» Try it: Counting every line in the records below that holds "parent", give the total and add nothing.

» Source data:
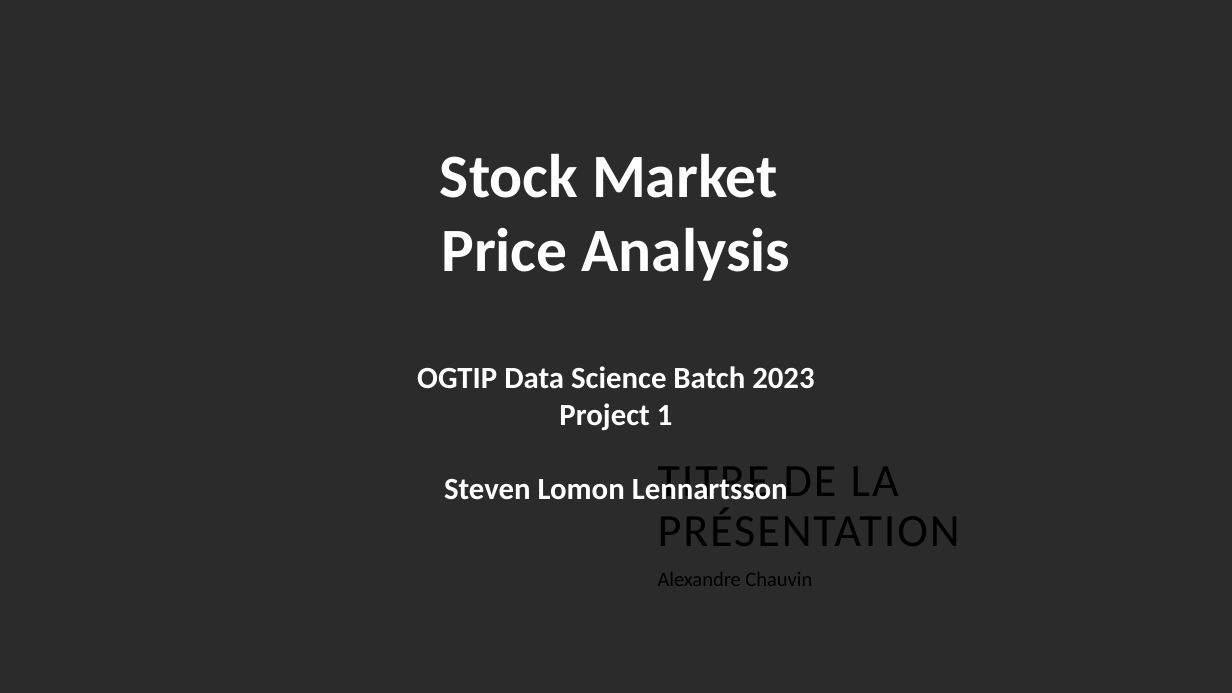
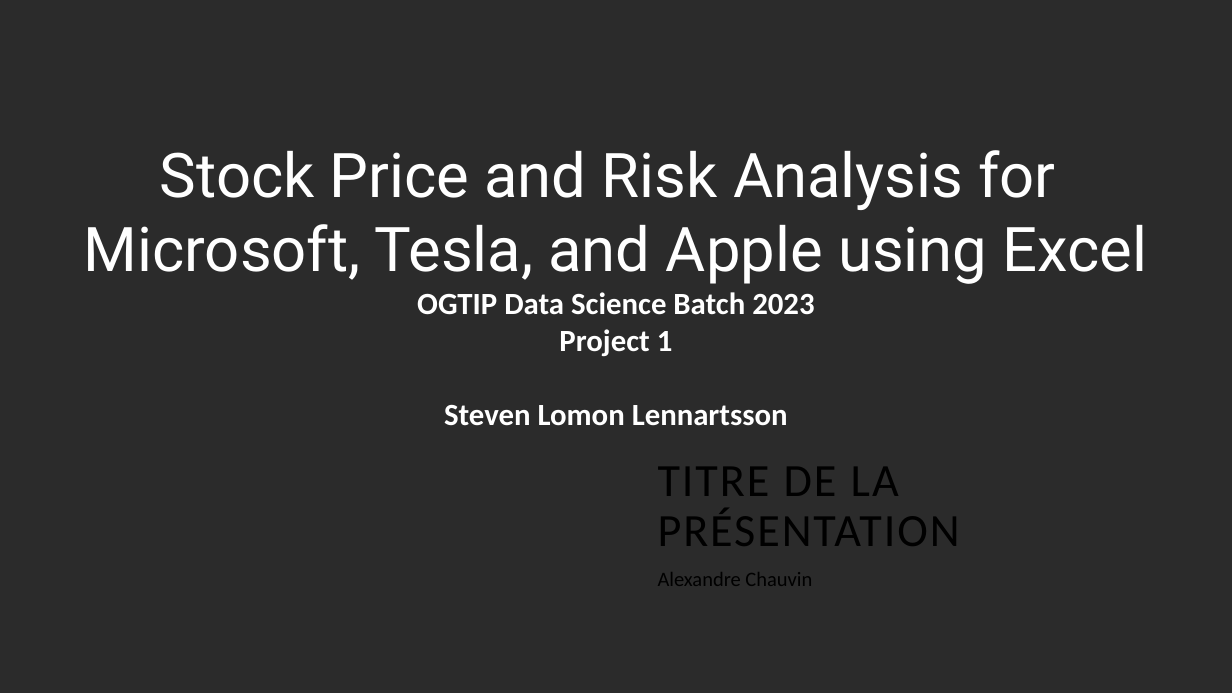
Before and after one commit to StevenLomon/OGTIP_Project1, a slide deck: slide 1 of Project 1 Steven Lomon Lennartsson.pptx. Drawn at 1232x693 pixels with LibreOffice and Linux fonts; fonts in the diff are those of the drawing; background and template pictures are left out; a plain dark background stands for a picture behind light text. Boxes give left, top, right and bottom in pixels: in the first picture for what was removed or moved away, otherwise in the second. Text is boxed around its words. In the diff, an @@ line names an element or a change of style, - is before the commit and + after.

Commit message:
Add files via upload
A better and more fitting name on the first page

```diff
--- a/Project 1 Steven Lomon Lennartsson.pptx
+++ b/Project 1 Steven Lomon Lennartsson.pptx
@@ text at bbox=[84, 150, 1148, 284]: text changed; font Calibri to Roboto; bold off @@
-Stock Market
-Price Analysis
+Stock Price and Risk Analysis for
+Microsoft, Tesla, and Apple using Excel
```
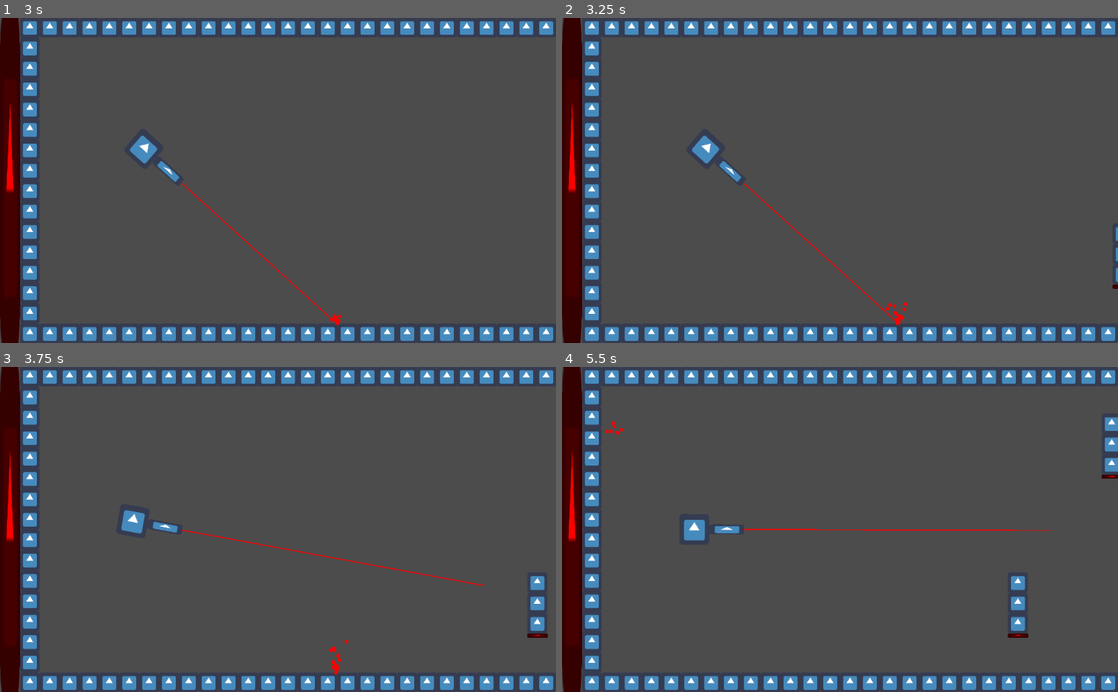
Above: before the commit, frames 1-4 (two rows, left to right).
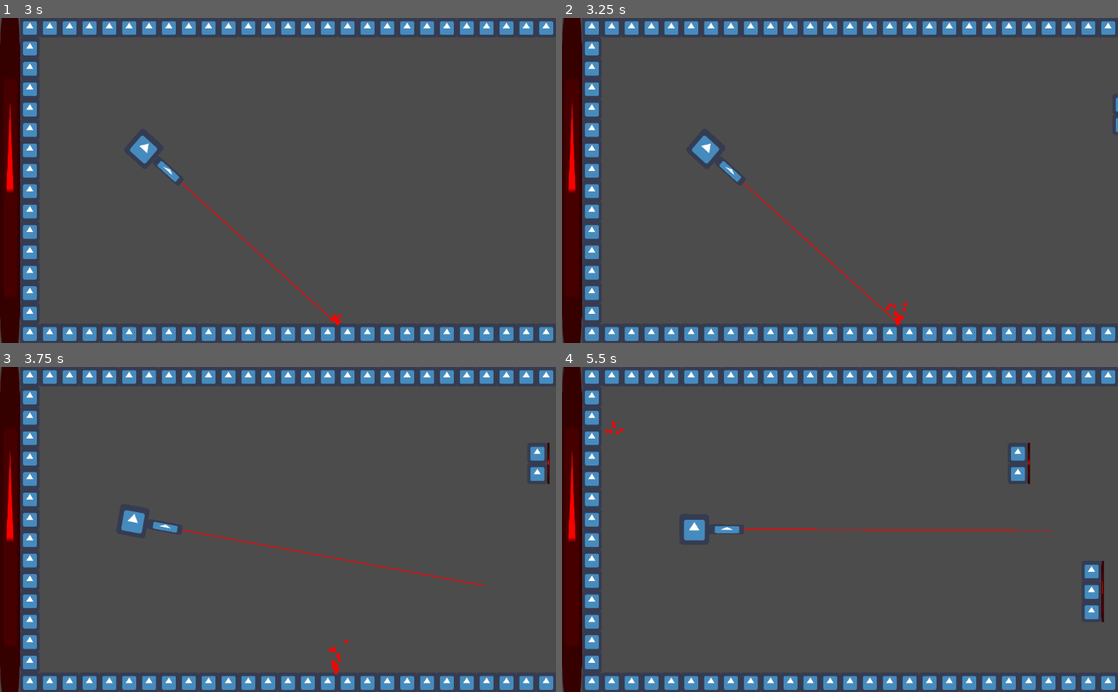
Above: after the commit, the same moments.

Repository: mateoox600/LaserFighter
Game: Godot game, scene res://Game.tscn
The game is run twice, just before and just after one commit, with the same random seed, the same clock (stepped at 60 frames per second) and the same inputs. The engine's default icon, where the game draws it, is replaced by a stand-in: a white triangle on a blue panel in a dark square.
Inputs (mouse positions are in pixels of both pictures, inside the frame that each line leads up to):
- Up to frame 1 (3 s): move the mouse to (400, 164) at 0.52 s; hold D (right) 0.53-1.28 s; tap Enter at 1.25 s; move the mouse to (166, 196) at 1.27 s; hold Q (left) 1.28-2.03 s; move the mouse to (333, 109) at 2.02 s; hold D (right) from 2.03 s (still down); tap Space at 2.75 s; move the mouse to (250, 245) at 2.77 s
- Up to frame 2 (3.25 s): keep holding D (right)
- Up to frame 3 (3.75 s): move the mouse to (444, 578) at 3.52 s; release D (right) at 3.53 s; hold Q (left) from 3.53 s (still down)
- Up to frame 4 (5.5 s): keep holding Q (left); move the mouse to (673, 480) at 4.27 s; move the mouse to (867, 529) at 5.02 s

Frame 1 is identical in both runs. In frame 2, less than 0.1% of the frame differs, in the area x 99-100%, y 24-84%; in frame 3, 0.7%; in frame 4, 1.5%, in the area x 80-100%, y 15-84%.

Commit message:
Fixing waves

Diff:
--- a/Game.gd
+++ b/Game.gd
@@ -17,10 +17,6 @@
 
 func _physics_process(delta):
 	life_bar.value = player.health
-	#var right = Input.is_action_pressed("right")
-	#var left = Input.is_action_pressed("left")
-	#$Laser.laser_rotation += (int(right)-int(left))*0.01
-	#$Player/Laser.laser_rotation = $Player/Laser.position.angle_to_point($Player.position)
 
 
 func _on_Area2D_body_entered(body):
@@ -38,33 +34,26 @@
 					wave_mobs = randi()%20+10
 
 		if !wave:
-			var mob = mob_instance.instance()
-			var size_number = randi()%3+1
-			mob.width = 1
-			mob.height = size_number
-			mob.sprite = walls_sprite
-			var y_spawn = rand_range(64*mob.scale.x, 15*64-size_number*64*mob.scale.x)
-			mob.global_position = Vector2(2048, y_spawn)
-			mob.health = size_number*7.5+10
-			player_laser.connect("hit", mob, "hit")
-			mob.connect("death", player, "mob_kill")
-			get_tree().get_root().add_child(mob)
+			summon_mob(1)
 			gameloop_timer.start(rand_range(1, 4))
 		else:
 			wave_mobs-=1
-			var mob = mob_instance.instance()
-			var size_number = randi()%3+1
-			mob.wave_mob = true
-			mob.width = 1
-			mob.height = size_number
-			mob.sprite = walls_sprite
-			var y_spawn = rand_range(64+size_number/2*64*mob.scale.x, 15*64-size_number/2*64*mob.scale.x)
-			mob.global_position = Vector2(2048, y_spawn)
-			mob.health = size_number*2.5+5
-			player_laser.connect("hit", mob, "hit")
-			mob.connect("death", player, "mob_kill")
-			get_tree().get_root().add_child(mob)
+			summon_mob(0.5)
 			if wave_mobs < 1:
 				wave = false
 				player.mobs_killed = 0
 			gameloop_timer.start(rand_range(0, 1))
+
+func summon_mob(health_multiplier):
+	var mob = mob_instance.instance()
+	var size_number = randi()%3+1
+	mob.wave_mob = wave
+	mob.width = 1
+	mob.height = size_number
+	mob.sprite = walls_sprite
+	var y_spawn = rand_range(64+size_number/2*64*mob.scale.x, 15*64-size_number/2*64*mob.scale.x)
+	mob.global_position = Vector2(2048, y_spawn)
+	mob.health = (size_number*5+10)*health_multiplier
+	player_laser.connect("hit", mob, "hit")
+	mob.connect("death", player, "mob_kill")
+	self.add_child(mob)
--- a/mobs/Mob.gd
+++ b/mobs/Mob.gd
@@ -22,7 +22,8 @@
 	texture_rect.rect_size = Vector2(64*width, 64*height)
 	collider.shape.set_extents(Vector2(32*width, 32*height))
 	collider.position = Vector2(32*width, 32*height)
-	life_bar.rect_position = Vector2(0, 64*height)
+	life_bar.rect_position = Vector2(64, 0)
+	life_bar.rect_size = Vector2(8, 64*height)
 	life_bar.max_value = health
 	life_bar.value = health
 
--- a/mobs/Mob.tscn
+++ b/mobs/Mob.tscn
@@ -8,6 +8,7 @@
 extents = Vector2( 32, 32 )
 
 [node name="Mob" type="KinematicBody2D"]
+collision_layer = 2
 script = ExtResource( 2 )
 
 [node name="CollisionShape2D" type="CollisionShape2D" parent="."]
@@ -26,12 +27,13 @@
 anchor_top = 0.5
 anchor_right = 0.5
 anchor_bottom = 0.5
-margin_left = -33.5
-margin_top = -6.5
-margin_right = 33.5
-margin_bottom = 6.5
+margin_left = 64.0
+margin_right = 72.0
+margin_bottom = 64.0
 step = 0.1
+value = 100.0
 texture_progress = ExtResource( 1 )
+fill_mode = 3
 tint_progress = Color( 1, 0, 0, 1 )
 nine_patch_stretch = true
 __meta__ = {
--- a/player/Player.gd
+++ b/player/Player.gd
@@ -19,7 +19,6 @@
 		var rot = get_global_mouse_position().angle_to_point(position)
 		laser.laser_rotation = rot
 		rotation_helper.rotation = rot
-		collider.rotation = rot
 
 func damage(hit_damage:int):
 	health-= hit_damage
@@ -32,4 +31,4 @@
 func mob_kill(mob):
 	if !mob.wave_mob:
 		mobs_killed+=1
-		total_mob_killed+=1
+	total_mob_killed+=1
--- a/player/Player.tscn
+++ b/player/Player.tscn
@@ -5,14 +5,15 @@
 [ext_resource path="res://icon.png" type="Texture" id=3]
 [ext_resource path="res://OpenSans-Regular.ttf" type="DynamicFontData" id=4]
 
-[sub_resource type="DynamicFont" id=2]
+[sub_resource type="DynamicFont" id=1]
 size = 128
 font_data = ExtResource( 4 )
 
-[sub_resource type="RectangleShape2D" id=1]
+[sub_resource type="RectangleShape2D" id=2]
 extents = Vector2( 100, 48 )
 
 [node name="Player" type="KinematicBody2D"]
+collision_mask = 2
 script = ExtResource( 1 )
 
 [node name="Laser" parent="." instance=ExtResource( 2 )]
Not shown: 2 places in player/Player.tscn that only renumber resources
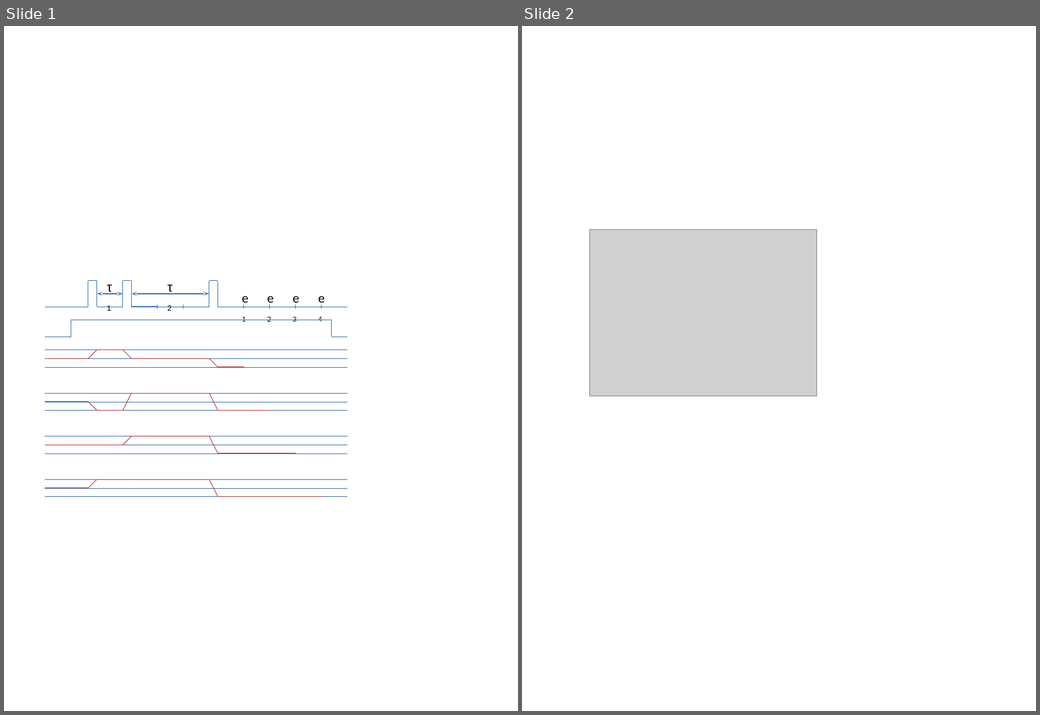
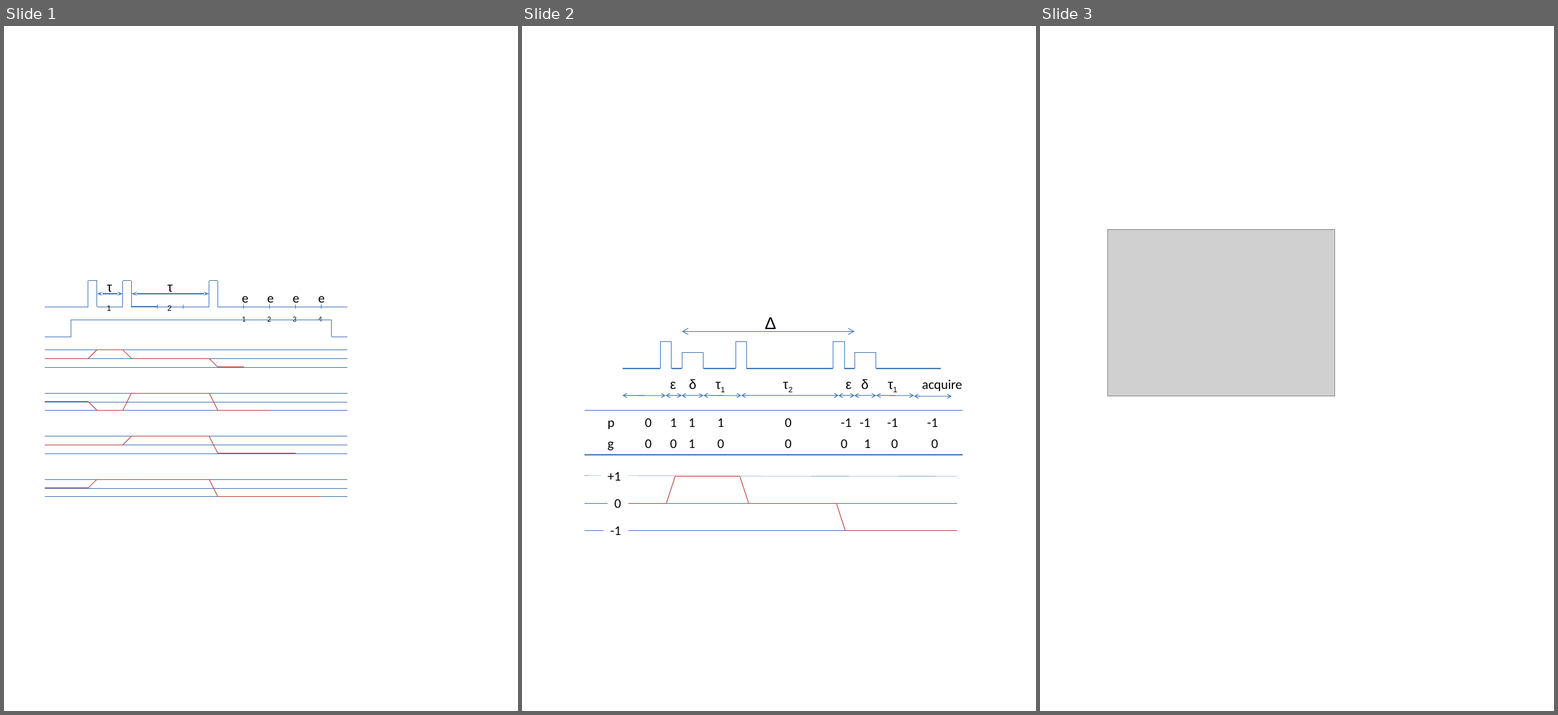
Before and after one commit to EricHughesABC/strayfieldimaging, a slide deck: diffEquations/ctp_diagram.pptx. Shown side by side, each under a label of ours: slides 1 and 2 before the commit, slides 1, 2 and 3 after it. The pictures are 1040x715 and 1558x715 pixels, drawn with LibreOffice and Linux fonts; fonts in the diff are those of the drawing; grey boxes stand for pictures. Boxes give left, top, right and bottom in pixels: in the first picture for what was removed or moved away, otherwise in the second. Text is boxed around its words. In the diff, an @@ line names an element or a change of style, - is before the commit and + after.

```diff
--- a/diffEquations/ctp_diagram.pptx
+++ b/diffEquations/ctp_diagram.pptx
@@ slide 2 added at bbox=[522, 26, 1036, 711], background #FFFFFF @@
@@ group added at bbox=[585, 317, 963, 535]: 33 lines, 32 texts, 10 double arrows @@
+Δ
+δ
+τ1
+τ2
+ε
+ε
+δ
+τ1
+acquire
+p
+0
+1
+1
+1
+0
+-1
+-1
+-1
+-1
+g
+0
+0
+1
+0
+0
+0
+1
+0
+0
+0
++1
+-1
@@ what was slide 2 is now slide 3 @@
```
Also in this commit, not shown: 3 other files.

» Solved problem: 2